Every record must be restated exactly. Drop the images.

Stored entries
- - - - -

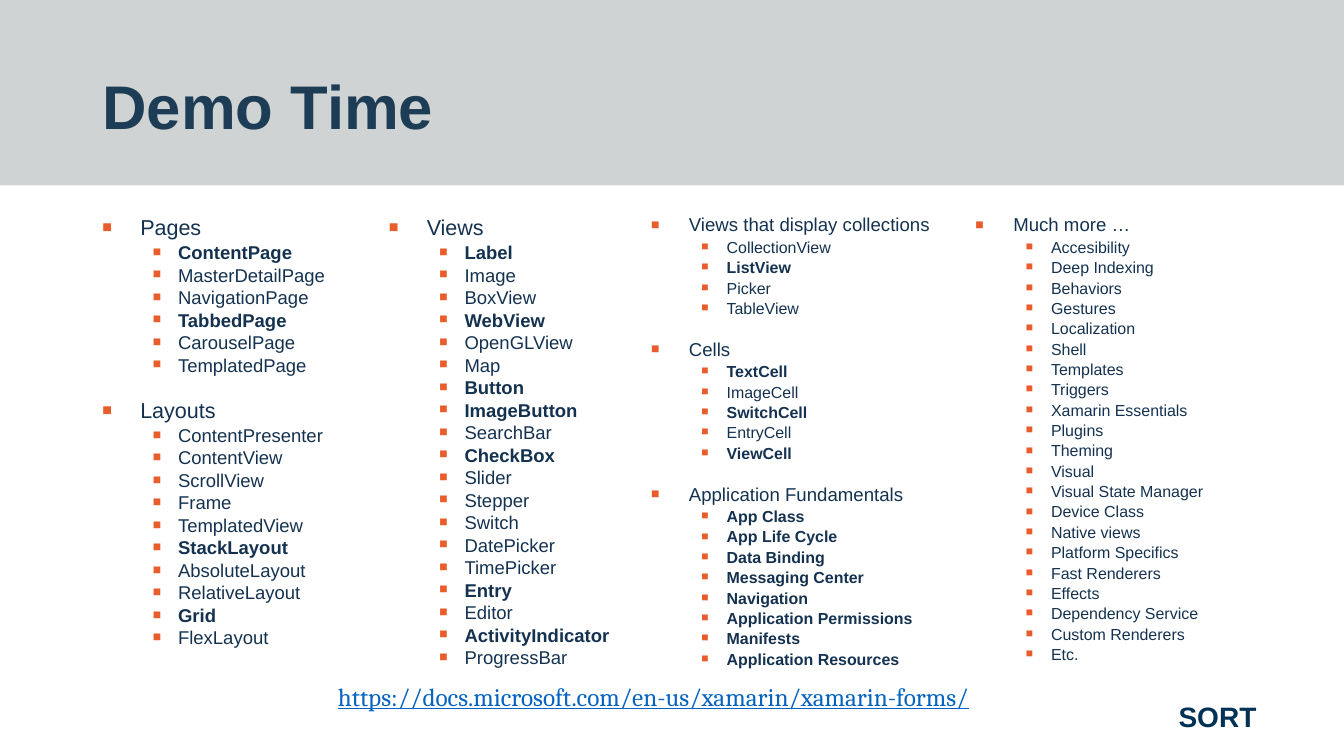
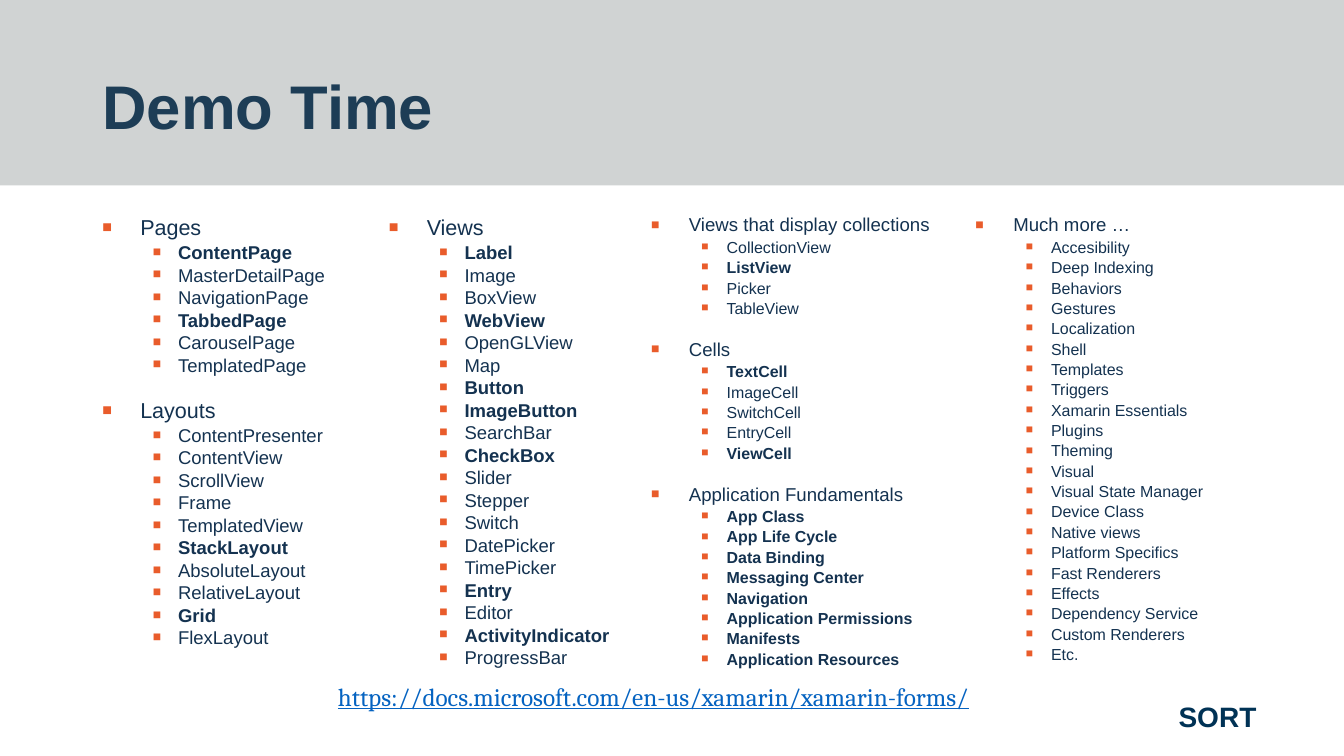
Before and after one commit to worthingtonjg/Sort2019, a slide deck: slide 12 of XamarinForms/Final - Xamarin Forms - Sort 2019 - Jon Worthington.pptx (slide 11 before the commit). Drawn at 1344x756 pixels with LibreOffice and Linux fonts; fonts in the diff are those of the drawing; background and template pictures are left out. Boxes give left, top, right and bottom in pixels: in the first picture for what was removed or moved away, otherwise in the second. Text is boxed around its words. In the diff, an @@ line names an element or a change of style, - is before the commit and + after.

```diff
--- a/XamarinForms/Final - Xamarin Forms - Sort 2019 - Jon Worthington.pptx
+++ b/XamarinForms/Final - Xamarin Forms - Sort 2019 - Jon Worthington.pptx
@@ text at box(727, 406, 801, 418): bold off in "SwitchCell" @@
```
Also in this commit, not shown: 5 other slides changed, 2 slides added, 1 slide removed, 1 other file.

- - - - -

Result of this task →
Before and after one commit to worthingtonjg/Sort2019, a slide deck: slide 12 of XamarinForms/Final - Xamarin Forms - Sort 2019 - Jon Worthington.pptx (slide 11 before the commit). Drawn at 1344x756 pixels with LibreOffice and Linux fonts; fonts in the diff are those of the drawing; background and template pictures are left out. Boxes give left, top, right and bottom in pixels: in the first picture for what was removed or moved away, otherwise in the second. Text is boxed around its words. In the diff, an @@ line names an element or a change of style, - is before the commit and + after.

```diff
--- a/XamarinForms/Final - Xamarin Forms - Sort 2019 - Jon Worthington.pptx
+++ b/XamarinForms/Final - Xamarin Forms - Sort 2019 - Jon Worthington.pptx
@@ text at box(727, 406, 801, 418): bold off in "SwitchCell" @@
```
Also in this commit, not shown: 5 other slides changed, 2 slides added, 1 slide removed, 1 other file.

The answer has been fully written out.